**Task statement:** Go through the listing below and list every line with "ARDUINORACHVEL".

————

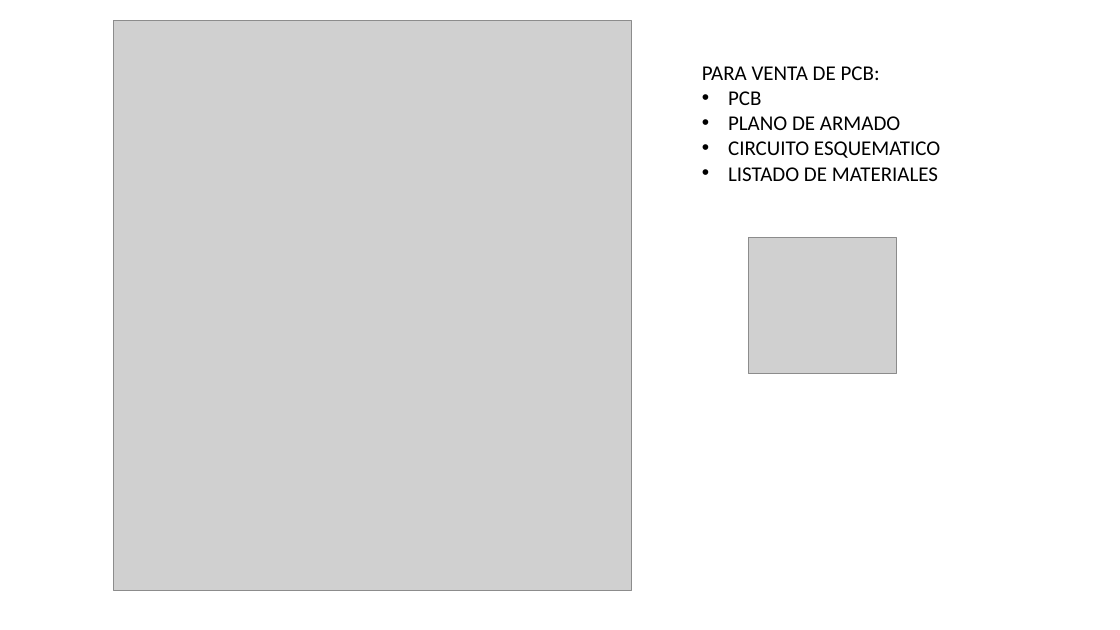
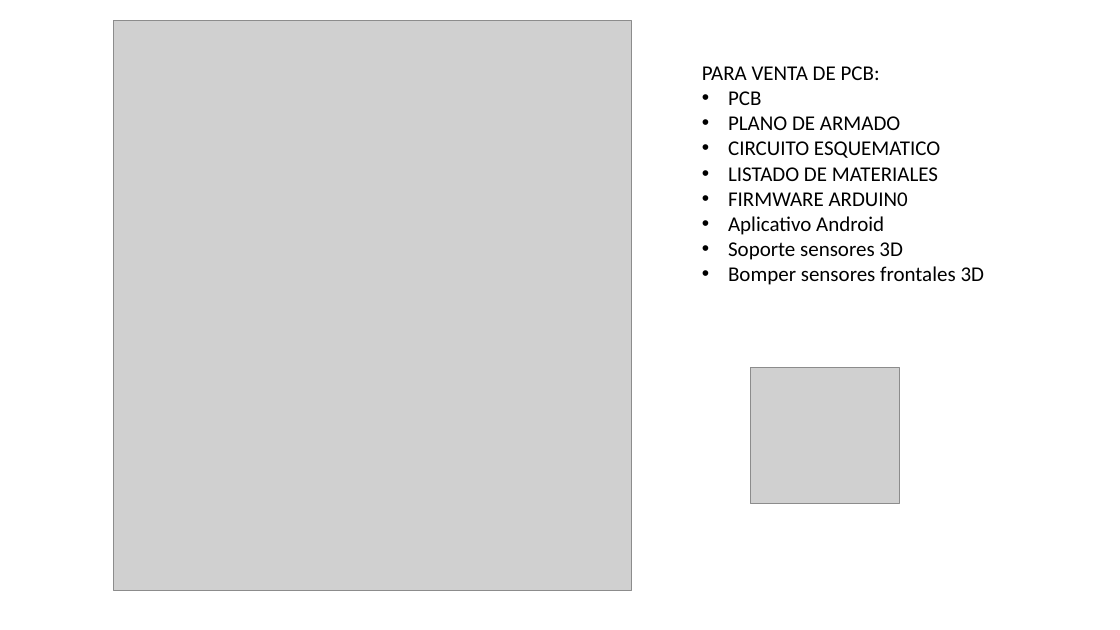
Before and after one commit to rachingenieria/arduinorachvel_v1, a slide deck: slide 7 of PRESENTACION ARDUINORACHVEL.X.pptx. Drawn at 1120x630 pixels with LibreOffice and Linux fonts; fonts in the diff are those of the drawing; grey boxes stand for pictures. Boxes give left, top, right and bottom in pixels: in the first picture for what was removed or moved away, otherwise in the second. Text is boxed around its words. In the diff, an @@ line names an element or a change of style, - is before the commit and + after.

```diff
--- a/PRESENTACION ARDUINORACHVEL.X.pptx
+++ b/PRESENTACION ARDUINORACHVEL.X.pptx
@@ text at [728,192,985,285]: paragraphs added @@
+• FIRMWARE ARDUIN0
+• Aplicativo Android
+• Soporte sensores 3D
+• Bomper sensores frontales 3D
@@ picture: place and size @@
-picture at [749,238,897,374]
+picture at [751,368,900,504]
```
Also in this commit, not shown: 1 other slide changed, 2 slides removed, 4 other files.
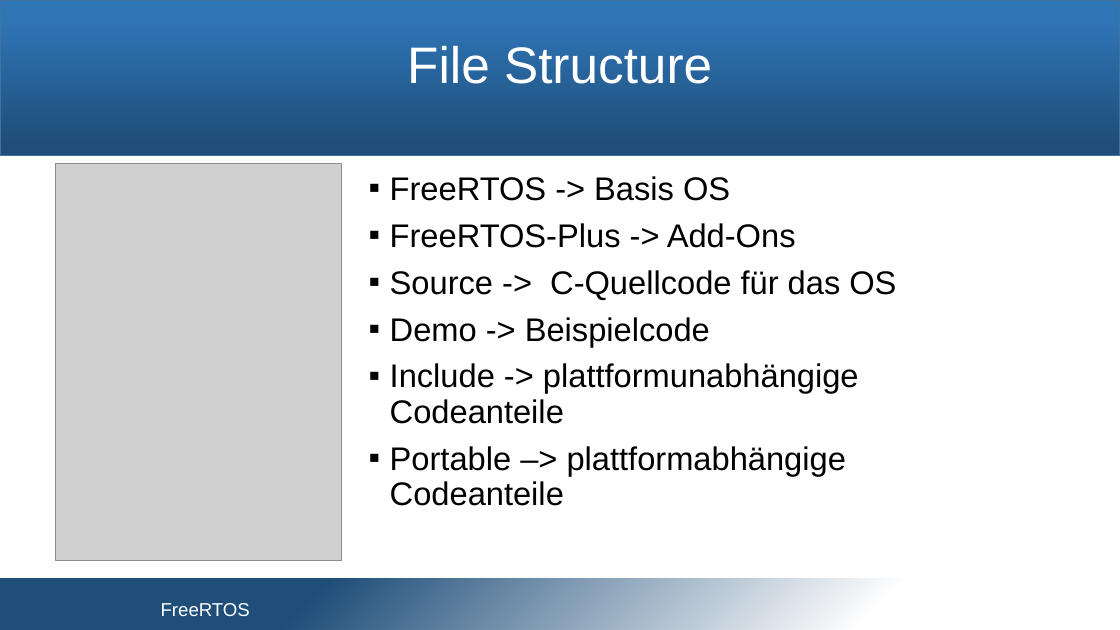
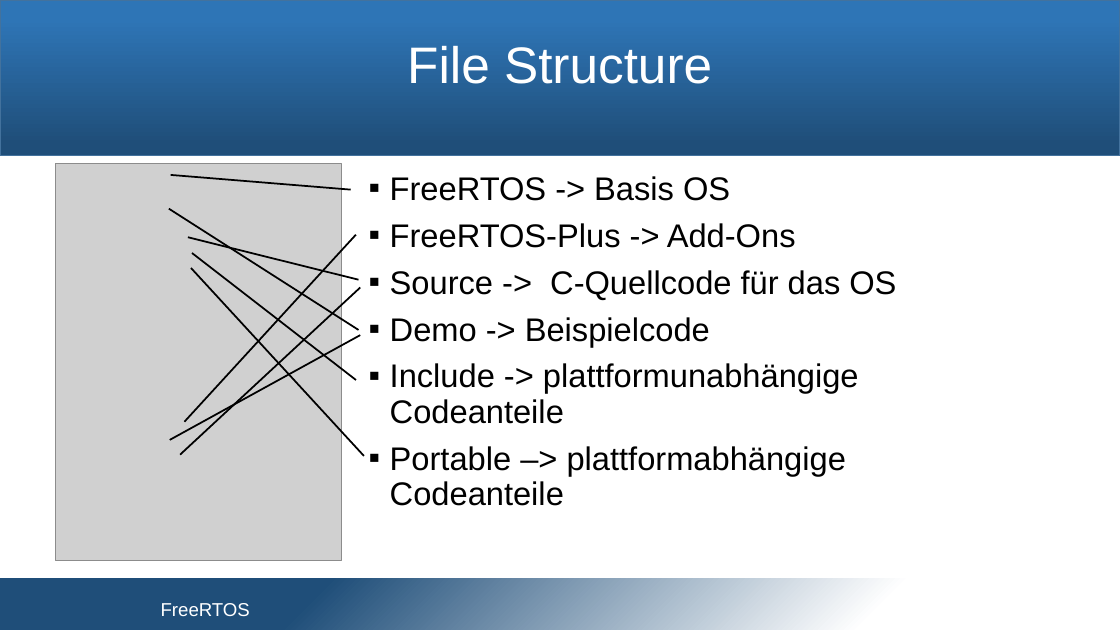
Before and after one commit to snobz/Seminar_BS_2017, a slide deck: slide 8 of Päsi/Seminar Betriebssysteme.pptx. Drawn at 1120x630 pixels with LibreOffice and Linux fonts; fonts in the diff are those of the drawing; grey boxes stand for pictures; background and template pictures are left out. Boxes give left, top, right and bottom in pixels: in the first picture for what was removed or moved away, otherwise in the second. Text is boxed around its words. In the diff, an @@ line names an element or a change of style, - is before the commit and + after.

```diff
--- a/Päsi/Seminar Betriebssysteme.pptx
+++ b/Päsi/Seminar Betriebssysteme.pptx
@@ line added from (351, 190) to (171, 175), #000000 1.5 pt @@
@@ line added from (359, 330) to (169, 208), #000000 1.5 pt @@
@@ line added from (356, 234) to (185, 422), #000000 1.5 pt @@
@@ line added from (359, 280) to (188, 237), #000000 1.5 pt @@
@@ line added from (364, 456) to (191, 268), #000000 1.5 pt @@
@@ line added from (356, 380) to (192, 253), #000000 1.5 pt @@
@@ line added from (360, 287) to (180, 455), #000000 1.5 pt @@
@@ line added from (360, 335) to (170, 440), #000000 1.5 pt @@
```

————

**Reply:**
Before and after one commit to rachingenieria/arduinorachvel_v1, a slide deck: slide 7 of PRESENTACION ARDUINORACHVEL.X.pptx. Drawn at 1120x630 pixels with LibreOffice and Linux fonts; fonts in the diff are those of the drawing; grey boxes stand for pictures. Boxes give left, top, right and bottom in pixels: in the first picture for what was removed or moved away, otherwise in the second. Text is boxed around its words. In the diff, an @@ line names an element or a change of style, - is before the commit and + after.
--- a/PRESENTACION ARDUINORACHVEL.X.pptx
+++ b/PRESENTACION ARDUINORACHVEL.X.pptx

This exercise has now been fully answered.